Z realized that if Tommy knew they were a zombie, literally everyone in school must know. “I don’t remember anything except waking up.”
“It must have been your mom or something. Some maternal protective thing.”
“Yeah, that’s what the guy at the courthouse said. It’s like a mark on my chest. It’s fucked up, though. It’s coming apart already, since she’s dead. The dude said it wasn’t very good to start with.”
“So you feel hopeless.” Tommy dropped to his knees by the gravestone and reached behind it, and for the first time Z saw he had a whole bag of stuff there with him—bells and candles and stuff. Chalk.
“Tommy, what’s . . .” Z trailed off as Tommy turned and made eye contact with them. His eyes were very bright. “Uh, what’s all that stuff.”
“I’m going to try to bring him back from the dead,” Tommy said, leading into the sentence with a hesitant, breathy noise, and finishing it with a nervous glance at Z.
This took a second to sink in.
“What?”
“I want to bring him back to life,” Tommy said.
“Why?”
“Because he was my therapist,” Tommy said. “I’ve been going to him since I was eight. There’s nobody else in town who practices.”
“That’s dumb,” Z said immediately. “Let the poor man die. You can drive south or wherever to find a therapist.”
“No,” Tommy said. “Not for me. I’m like, super crazy.” He was laying out the candles in a ci
rcle.
“Well, you can’t bring him back from the dead,” Z said.
“Why not? You came back from the dead. It can’t be that hard.” Tommy fumbled with the large stone bowl meant for ash. “I mean, I know it’s hard. But I’m good at this and I’m going to get it right. I have to get it right.”
“Let the dead be.”
“One book, right, this one from 1890, says you have to lay out candles on the grave, and a different one says you have to have a salt circle. I’m trying to figure out what would work better.”

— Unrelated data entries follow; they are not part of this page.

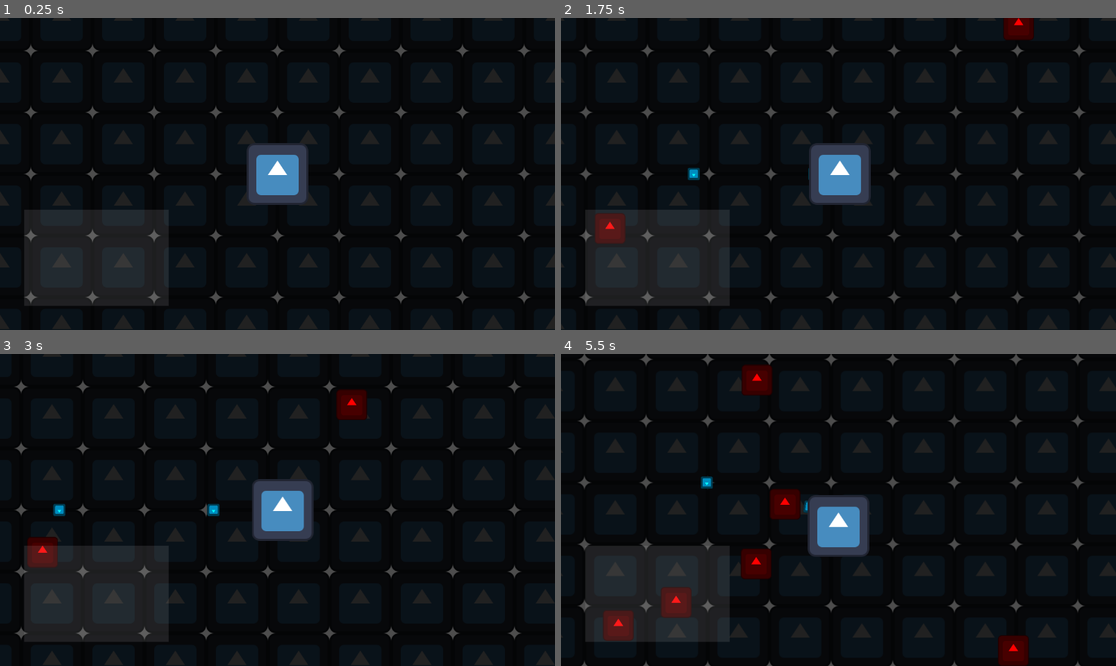
Above: before the commit, frames 1-4 (two rows, left to right).
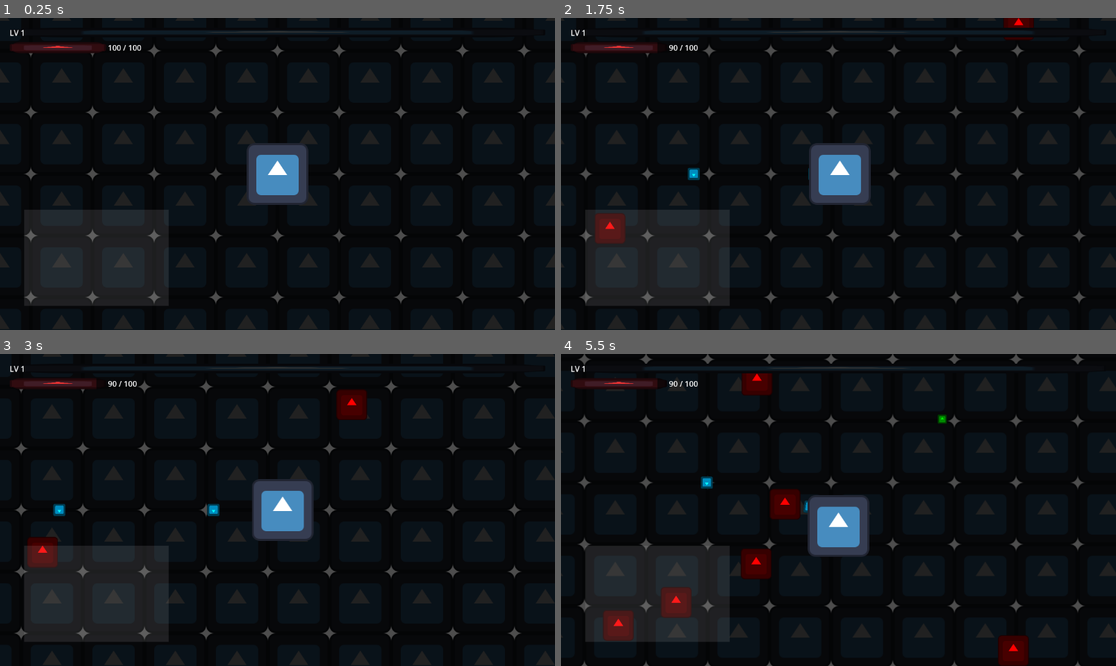
Above: after the commit, the same moments.

Repository: palkeeno/zircon-survivers
Game: Godot game, scene res://scenes/game/Main.tscn
Two runs of this game, one before a commit and one after it. Both use one fixed random seed, a clock stepped at 60 frames per second and the inputs below. The engine's default icon, where the game draws it, is replaced by a stand-in: a white triangle on a blue panel in a dark square.
Inputs (mouse positions are in pixels of both pictures, inside the frame that each line leads up to):
- Up to frame 1 (0.25 s): no input
- Up to frame 2 (1.75 s): tap Enter at 0.5 s; move the mouse to (960, 158) at 0.52 s; hold Right (ui_right) 0.53-1.25 s; hold Shift 0.53-1.25 s; click (960, 158) at 0.67 s; drag from (727, 189) to (855, 174) at 1.27 s
- Up to frame 3 (3 s): move the mouse to (333, 441) at 2.02 s; hold Right (ui_right) 2.03-2.75 s; tap Ctrl at 2.1 s; drag from (249, 572) to (294, 510) at 2.77 s
- Up to frame 4 (5.5 s): move the mouse to (1005, 556) at 3.52 s; hold Left (ui_left) 3.53-4.25 s; tap Alt at 3.6 s; drag from (672, 463) to (821, 510) at 4.27 s; move the mouse to (866, 510) at 5.02 s; hold Down (ui_down) from 5.03 s (still down); hold Shift from 5.03 s (still down); click (866, 510) at 5.17 s

The runs differ from the first frame. In frame 1, 0.9% of the frame differs, in the area x 1-85%, y 3-12%; in frame 2, 1.0%; in frame 3, 0.8%; in frame 4, 1.4%, in the area x 1-94%, y 3-23%.

Commit message:
feat: Implement core player and enemy entities, HUD, and game over screen.

Diff:
--- a/scenes/entities/Enemy.tscn
+++ b/scenes/entities/Enemy.tscn
@@ -2,6 +2,7 @@
 
 [ext_resource type="Script" path="res://scripts/entities/Enemy.gd" id="1_script"]
 [ext_resource type="Texture2D" path="res://icon.svg" id="2_icon"]
+[ext_resource type="PackedScene" path="res://scenes/objects/XPGem.tscn" id="3_gem"]
 
 [sub_resource type="RectangleShape2D" id="RectangleShape2D_1"]
 size = Vector2(40, 40)
@@ -11,6 +12,8 @@
 collision_mask = 5
 motion_mode = 1
 script = ExtResource("1_script")
+xp_gem_scene = ExtResource("3_gem")
+xp_value = 5
 
 [node name="Sprite2D" type="Sprite2D" parent="."]
 modulate = Color(1, 0, 0, 1)
--- a/scenes/game/Main.tscn
+++ b/scenes/game/Main.tscn
@@ -6,6 +6,8 @@
 [ext_resource type="PackedScene" path="res://scenes/entities/Enemy.tscn" id="4_enemy"]
 [ext_resource type="PackedScene" path="res://scenes/ui/LevelUpScreen.tscn" id="5_levelup"]
 [ext_resource type="PackedScene" path="res://scenes/game/Background.tscn" id="6_bg"]
+[ext_resource type="PackedScene" path="res://scenes/ui/HUD.tscn" id="7_hud"]
+[ext_resource type="PackedScene" path="res://scenes/ui/GameOverScreen.tscn" id="8_gameover"]
 
 [node name="Main" type="Node2D"]
 y_sort_enabled = true
@@ -14,8 +16,10 @@
 
 [node name="CanvasLayer" type="CanvasLayer" parent="."]
 
+[node name="HUD" parent="CanvasLayer" instance=ExtResource("7_hud")]
 [node name="VirtualJoystick" parent="CanvasLayer" instance=ExtResource("2_joystick")]
 [node name="LevelUpScreen" parent="CanvasLayer" instance=ExtResource("5_levelup")]
+[node name="GameOverScreen" parent="CanvasLayer" instance=ExtResource("8_gameover")]
 
 [node name="Player" parent="." instance=ExtResource("1_player")]
 joystick_path = NodePath("../CanvasLayer/VirtualJoystick")
--- /dev/null
+++ b/scenes/ui/GameOverScreen.tscn
@@ -0,0 +1,52 @@
+[gd_scene load_steps=2 format=3]
+
+[ext_resource type="Script" path="res://scripts/ui/GameOverScreen.gd" id="1_script"]
+
+[node name="GameOverScreen" type="CanvasLayer"]
+process_mode = 3
+script = ExtResource("1_script")
+
+[node name="Control" type="Control" parent="."]
+layout_mode = 3
+anchors_preset = 15
+anchor_right = 1.0
+anchor_bottom = 1.0
+grow_horizontal = 2
+grow_vertical = 2
+
+[node name="ColorRect" type="ColorRect" parent="Control"]
+layout_mode = 1
+anchors_preset = 15
+anchor_right = 1.0
+anchor_bottom = 1.0
+grow_horizontal = 2
+grow_vertical = 2
+color = Color(0.2, 0, 0, 0.784314)
+
+[node name="VBoxContainer" type="VBoxContainer" parent="Control"]
+layout_mode = 1
+anchors_preset = 8
+anchor_left = 0.5
+anchor_top = 0.5
+anchor_right = 0.5
+anchor_bottom = 0.5
+offset_left = -150.0
+offset_top = -100.0
+offset_right = 150.0
+offset_bottom = 100.0
+grow_horizontal = 2
+grow_vertical = 2
+theme_override_constants/separation = 40
+
+[node name="Label" type="Label" parent="Control/VBoxContainer"]
+layout_mode = 2
+theme_override_font_sizes/font_size = 48
+text = "GAME OVER"
+horizontal_alignment = 1
+
+[node name="RestartButton" type="Button" parent="Control/VBoxContainer"]
+layout_mode = 2
+theme_override_font_sizes/font_size = 24
+text = "RESTART"
+
+[connection signal="pressed" from="Control/VBoxContainer/RestartButton" to="." method="_on_restart_pressed"]
--- /dev/null
+++ b/scenes/ui/HUD.tscn
@@ -0,0 +1,78 @@
+[gd_scene load_steps=3 format=3]
+
+[ext_resource type="Script" path="res://scripts/ui/HUD.gd" id="1_script"]
+[ext_resource type="Texture2D" path="res://icon.svg" id="2_icon"]
+
+[node name="HUD" type="CanvasLayer"]
+script = ExtResource("1_script")
+
+[node name="Control" type="Control" parent="."]
+layout_mode = 3
+anchors_preset = 15
+anchor_right = 1.0
+anchor_bottom = 1.0
+grow_horizontal = 2
+grow_vertical = 2
+
+[node name="MarginContainer" type="MarginContainer" parent="Control"]
+layout_mode = 1
+anchors_preset = 10
+anchor_right = 1.0
+offset_bottom = 80.0
+grow_horizontal = 2
+theme_override_constants/margin_left = 20
+theme_override_constants/margin_top = 20
+theme_override_constants/margin_right = 20
+
+[node name="VBoxContainer" type="VBoxContainer" parent="Control/MarginContainer"]
+layout_mode = 2
+theme_override_constants/separation = 10
+
+[node name="XPBar" type="TextureProgressBar" parent="Control/MarginContainer/VBoxContainer"]
+custom_minimum_size = Vector2(0, 20)
+layout_mode = 2
+nine_patch_stretch = true
+stretch_margin_left = 4
+stretch_margin_top = 4
+stretch_margin_right = 4
+stretch_margin_bottom = 4
+texture_under = ExtResource("2_icon")
+texture_progress = ExtResource("2_icon")
+tint_under = Color(0.2, 0.2, 0.2, 1)
+tint_progress = Color(0.2, 0.6, 1, 1)
+
+[node name="LevelLabel" type="Label" parent="Control/MarginContainer/VBoxContainer/XPBar"]
+layout_mode = 1
+anchors_preset = 4
+anchor_top = 0.5
+anchor_bottom = 0.5
+offset_top = -11.5
+offset_right = 40.0
+offset_bottom = 11.5
+grow_vertical = 2
+text = "LV 1"
+
+[node name="TopRow" type="HBoxContainer" parent="Control/MarginContainer/VBoxContainer"]
+layout_mode = 2
+
+[node name="HPContainer" type="HBoxContainer" parent="Control/MarginContainer/VBoxContainer/TopRow"]
+layout_mode = 2
+size_flags_horizontal = 3
+
+[node name="HPBar" type="TextureProgressBar" parent="Control/MarginContainer/VBoxContainer/TopRow/HPContainer"]
+custom_minimum_size = Vector2(200, 20)
+layout_mode = 2
+value = 100.0
+nine_patch_stretch = true
+stretch_margin_left = 4
+stretch_margin_top = 4
+stretch_margin_right = 4
+stretch_margin_bottom = 4
+texture_under = ExtResource("2_icon")
+texture_progress = ExtResource("2_icon")
+tint_under = Color(0.3, 0.1, 0.1, 1)
+tint_progress = Color(0.9, 0.2, 0.2, 1)
+
+[node name="HPLabel" type="Label" parent="Control/MarginContainer/VBoxContainer/TopRow/HPContainer"]
+layout_mode = 2
+text = "100 / 100"
--- a/scripts/core/GameManager.gd
+++ b/scripts/core/GameManager.gd
@@ -14,6 +14,10 @@
 	LEVEL_UP
 }
 
+var current_state: GameState = GameState.MENU
+var player_reference: Node2D = null
+
+
 func trigger_level_up_choice():
 	# Don't pause physics completely, but maybe stop Spawner?
 	# Classic survivor pauses everything.
@@ -22,8 +26,17 @@
 		current_state = GameState.LEVEL_UP
 		get_tree().paused = true
 		emit_signal("level_up_choice_requested")
-var current_state: GameState = GameState.MENU
-var player_reference: Node2D = null
+func trigger_game_over():
+	if current_state != GameState.GAME_OVER:
+		current_state = GameState.GAME_OVER
+		# Don't pause immediately if we want an animation, but for now pause.
+		# get_tree().paused = true # Maybe handled by UI?
+		emit_signal("game_over")
+
+func reset_game():
+	current_state = GameState.PLAYING
+	# Reload scene handles most reset, but we might need to reset autoload state if any.
+	player_reference = null
 
 func _ready():
 	process_mode = Node.PROCESS_MODE_ALWAYS # Keep running even when paused
@@ -40,13 +53,7 @@
 		emit_signal("game_paused", true)
 
 func resume_game():
-	if current_state == GameState.PAUSED:
+	if current_state == GameState.PAUSED or current_state == GameState.LEVEL_UP:
 		current_state = GameState.PLAYING
 		get_tree().paused = false
 		emit_signal("game_paused", false)
-
-func trigger_game_over():
-	if current_state != GameState.GAME_OVER:
-		current_state = GameState.GAME_OVER
-		get_tree().paused = true
-		emit_signal("game_over")
--- a/scripts/entities/Enemy.gd
+++ b/scripts/entities/Enemy.gd
@@ -40,7 +40,16 @@
 # ... existing code ...
 
 func die():
-	# Drop XP
+	# Drop XP deferred to avoid physics callback errors (add_child)
+	call_deferred("_drop_xp")
+
+	# Return to pool instead of queue_free
+	if has_node("/root/PoolManager"):
+		get_node("/root/PoolManager").return_instance(self, scene_file_path)
+	else:
+		queue_free()
+
+func _drop_xp():
 	if xp_gem_scene and has_node("/root/PoolManager"):
 		var gem = get_node("/root/PoolManager").get_instance(xp_gem_scene)
 		if gem:
@@ -48,9 +57,3 @@
 				gem.spawn(global_position, xp_value)
 			else:
 				gem.global_position = global_position
-
-	# Return to pool instead of queue_free
-	if has_node("/root/PoolManager"):
-		get_node("/root/PoolManager").return_instance(self, scene_file_path)
-	else:
-		queue_free()
--- a/scripts/entities/Player.gd
+++ b/scripts/entities/Player.gd
@@ -35,40 +35,83 @@
 	else:
 		print("Error: GameManager singleton not found at /root/GameManager")
 
-	# Add Hurtbox dynamically to avoid scene editing for now (or use what we have)
+	# 1. Hurtbox (Enemy Collision)
 	var hurtbox = Area2D.new()
 	hurtbox.name = "Hurtbox"
-	# Collision Mask: Enemy is Layer 3 (Value 4)
 	hurtbox.collision_layer = 0
-	hurtbox.collision_mask = 4 # Detects Enemies
+	hurtbox.collision_mask = 4 # Enemy Layer (3, value 4)
 	add_child(hurtbox)
 
-	var shape = CollisionShape2D.new()
-	shape.shape = CircleShape2D.new()
-	shape.shape.radius = 30.0 # Slightly smaller than body
-	hurtbox.add_child(shape)
+	var hurt_shape = CollisionShape2D.new()
+	hurt_shape.shape = CircleShape2D.new()
+	hurt_shape.shape.radius = 35.0
+	hurtbox.add_child(hurt_shape)
 
 	hurtbox.body_entered.connect(_on_hurtbox_body_entered)
 	hurtbox.body_exited.connect(_on_hurtbox_body_exited)
 
+	# 2. Magnet Area (XP Collection)
+	var magnet = Area2D.new()
+	magnet.name = "MagnetArea"
+	magnet.collision_layer = 0
+	magnet.collision_mask = 16 # Loot Layer (5, value 16)
+	add_child(magnet)
+
+	var magnet_shape = CollisionShape2D.new()
+	magnet_shape.shape = CircleShape2D.new()
+	magnet_shape.shape.radius = pickup_range
+	magnet.add_child(magnet_shape)
+
+	# XPGem is an Area2D, so we use area_entered, not body_entered
+	magnet.area_entered.connect(_on_magnet_area_entered)
+
+	# Listen to Game Paused signal to check for sequential level ups
+	if has_node("/root/GameManager"):
+		get_node("/root/GameManager").game_paused.connect(_on_game_paused)
+
+func _on_magnet_area_entered(area):
+	# If area is XPGem (has 'collect' method)
+	if area.has_method("collect"):
+		area.collect(self)
+
 # Damage Handling
+@export var armor: float = 0.0
+
 var _touching_enemies = []
 var _damage_timer = 0.0
 
 func _process(delta):
+	# Validate touching enemies (remove dead/pooled ones)
+	for i in range(_touching_enemies.size() - 1, -1, -1):
+		var enemy = _touching_enemies[i]
+		if not is_instance_valid(enemy) or not enemy.is_inside_tree() or enemy.process_mode == Node.PROCESS_MODE_DISABLED:
+			_touching_enemies.remove_at(i)
+
 	if _touching_enemies.size() > 0:
 		_damage_timer -= delta
 		if _damage_timer <= 0:
-			take_damage(5.0 * _touching_enemies.size()) # 5 dmg per enemy roughly
-			_damage_timer = 0.5 # 2 ticks per second
+			# Calculate total damage from all touching enemies
+			var total_damage = 0.0
+			for enemy in _touching_enemies:
+				# Assume Enemy has 'damage' property. If not, default to 5.0
+				var dmg = enemy.damage if "damage" in enemy else 10.0
+				total_damage += max(0.0, dmg - armor)
+
+			if total_damage > 0:
+				take_damage(total_damage)
+
+			_damage_timer = 0.1 # 10 ticks per second (fast interval)
 
 func _on_hurtbox_body_entered(body):
 	if body.is_in_group("enemies"):
-		_touching_enemies.append(body)
-		# Immediate damage on touch? Or just start timer
+		if body not in _touching_enemies:
+			_touching_enemies.append(body)
+
+		# Immediate damage on touch
 		if _damage_timer <= 0:
-			take_damage(5.0)
-			_damage_timer = 0.5
+			var dmg = body.damage if "damage" in body else 10.0
+			take_damage(max(0.0, dmg - armor))
+			_damage_timer = 0.1
 
 func _on_hurtbox_body_exited(body):
 	if body in _touching_enemies:
@@ -83,22 +126,34 @@
 func die():
 	print("Player Died")
 	emit_signal("player_died")
-	# GameManager.trigger_game_over() # Implement later
+	if has_node("/root/GameManager"):
+		get_node("/root/GameManager").trigger_game_over()
 	queue_free()
+
+func _on_game_paused(is_paused: bool):
+	if not is_paused:
+		# Game Resumed. Check if we have enough XP for another level up.
+		_check_level_up()
 
 func add_experience(amount: int):
 	experience += amount
+	emit_signal("xp_changed", experience, next_level_xp)
+	_check_level_up()
 
-	while experience >= next_level_xp:
+func _check_level_up():
+	# If already leveling up (GameManager state), don't trigger again to avoid glitches
+	# checking paused state might be enough if GM handles it correctly
+	if experience >= next_level_xp:
 		experience -= next_level_xp
 		level += 1
 		next_level_xp = int(next_level_xp * 1.2) + 5
+
 		emit_signal("level_up", level)
+		emit_signal("xp_changed", experience, next_level_xp)
 		print("Level Up! New Level: ", level)
+
 		if has_node("/root/GameManager"):
 			get_node("/root/GameManager").trigger_level_up_choice()
-
-	emit_signal("xp_changed", experience, next_level_xp)
 
 
 func _physics_process(_delta):
--- /dev/null
+++ b/scripts/ui/GameOverScreen.gd
@@ -0,0 +1,19 @@
+extends CanvasLayer
+
+func _ready():
+	visible = false
+	process_mode = Node.PROCESS_MODE_ALWAYS
+
+	if has_node("/root/GameManager"):
+		get_node("/root/GameManager").game_over.connect(_on_game_over)
+
+func _on_game_over():
+	visible = true
+	get_tree().paused = true
+
+func _on_restart_pressed():
+	if has_node("/root/GameManager"):
+		get_node("/root/GameManager").reset_game()
+
+	get_tree().paused = false
+	get_tree().reload_current_scene()
--- /dev/null
+++ b/scripts/ui/HUD.gd
@@ -0,0 +1,53 @@
+extends CanvasLayer
+
+@onready var hp_bar = $Control/MarginContainer/VBoxContainer/TopRow/HPContainer/HPBar
+@onready var hp_label = $Control/MarginContainer/VBoxContainer/TopRow/HPContainer/HPLabel
+@onready var xp_bar = $Control/MarginContainer/VBoxContainer/XPBar
+@onready var level_label = $Control/MarginContainer/VBoxContainer/XPBar/LevelLabel
+
+func _ready():
+	# Connect to Player signals if available via GameManager
+	# Or GameManager could broadcast them.
+	# But strictly, Player emits them.
+
+	# Wait for Player to register? Or check GameManager.
+	if has_node("/root/GameManager"):
+		var gm = get_node("/root/GameManager")
+		if gm.player_reference:
+			_connect_player(gm.player_reference)
+
+		# Also watch for future registrations (not implemented in GM yet, but we can poll or use a signal if we added one)
+		# For now, let's assume Main creates HUD after Player, or we poll in process once.
+
+	set_process(true)
+
+var _player_connected = false
+func _process(_delta):
+	if not _player_connected and has_node("/root/GameManager"):
+		var gm = get_node("/root/GameManager")
+		if gm.player_reference:
+			_connect_player(gm.player_reference)
+			set_process(false)
+
+func _connect_player(player):
+	_player_connected = true
+	player.hp_changed.connect(_on_hp_changed)
+	player.xp_changed.connect(_on_xp_changed)
+	player.level_up.connect(_on_level_up)
+
+	# Initial update
+	_on_hp_changed(player.current_hp, player.max_hp)
+	_on_xp_changed(player.experience, player.next_level_xp)
+	_on_level_up(player.level)
+
+func _on_hp_changed(current, max_val):
+	hp_bar.max_value = max_val
+	hp_bar.value = current
+	hp_label.text = "%d / %d" % [int(current), int(max_val)]
+
+func _on_xp_changed(current, next):
+	xp_bar.max_value = next
+	xp_bar.value = current
+
+func _on_level_up(level):
+	level_label.text = "LV %d" % level
--- a/scripts/weapons/Projectile.gd
+++ b/scripts/weapons/Projectile.gd
@@ -3,7 +3,7 @@
 
 @export var speed: float = 400.0
 @export var damage: float = 5.0
-@export var life_time: float = 3.0
+@export var life_time: float = 10.0
 
 var _direction: Vector2 = Vector2.RIGHT
 var _life_timer: float = 0.0
Not shown, added: scripts/ui/GameOverScreen.gd.uid
Not shown, added: scripts/ui/HUD.gd.uid

“You can’t just try to resurrect this guy in the middle of a cemetery in broad daylight. You heard about Mr. Weber, right?”
“What about him?”
“He got arrested when he was trying help me steal these books on necromancy. Not even big stuff. Just how to preserve me. And he got arrested because someone else had stolen necromancy books a while ago and he got blamed for it, just for being there, in Willamette’s library. It’s a big crime, and the cops are racist.”
“What?” Tommy asked. His voice was high-pitched.
“Which is why I’m going to bury myself,” Z said. “It’s basically illegal for me to try to live so I’m going to go over there and lie down and just stay there. That’s where people want me. A cemetery is where people want dead people. Don’t try to bring Archie Pagan back, you’ll just make his life suck.”
“Mr. Weber got arrested?” Tommy asked.
“Yeah,” Z said. “And beat up. Have you not—he just came back today. He’s all smashed up.”
Tommy was silent. “Ugh,” he said. “Shit.”
“What?” Z asked.
“Look, Susan, I’m telling you this because I trust you,” Tommy said as if it were all one word.
“Don’t trust me. I don’t even know you.”
“I took those books. I stole them last month. I went to the Willamette library at night just when they were closing. I figured nobody would miss them.”
“Well,” Z said after a second of being very quiet, “probably don’t trust anyone else with that information.” They were wondering: How the hell did Tommy take the books when Mr. Weber and I couldn’t?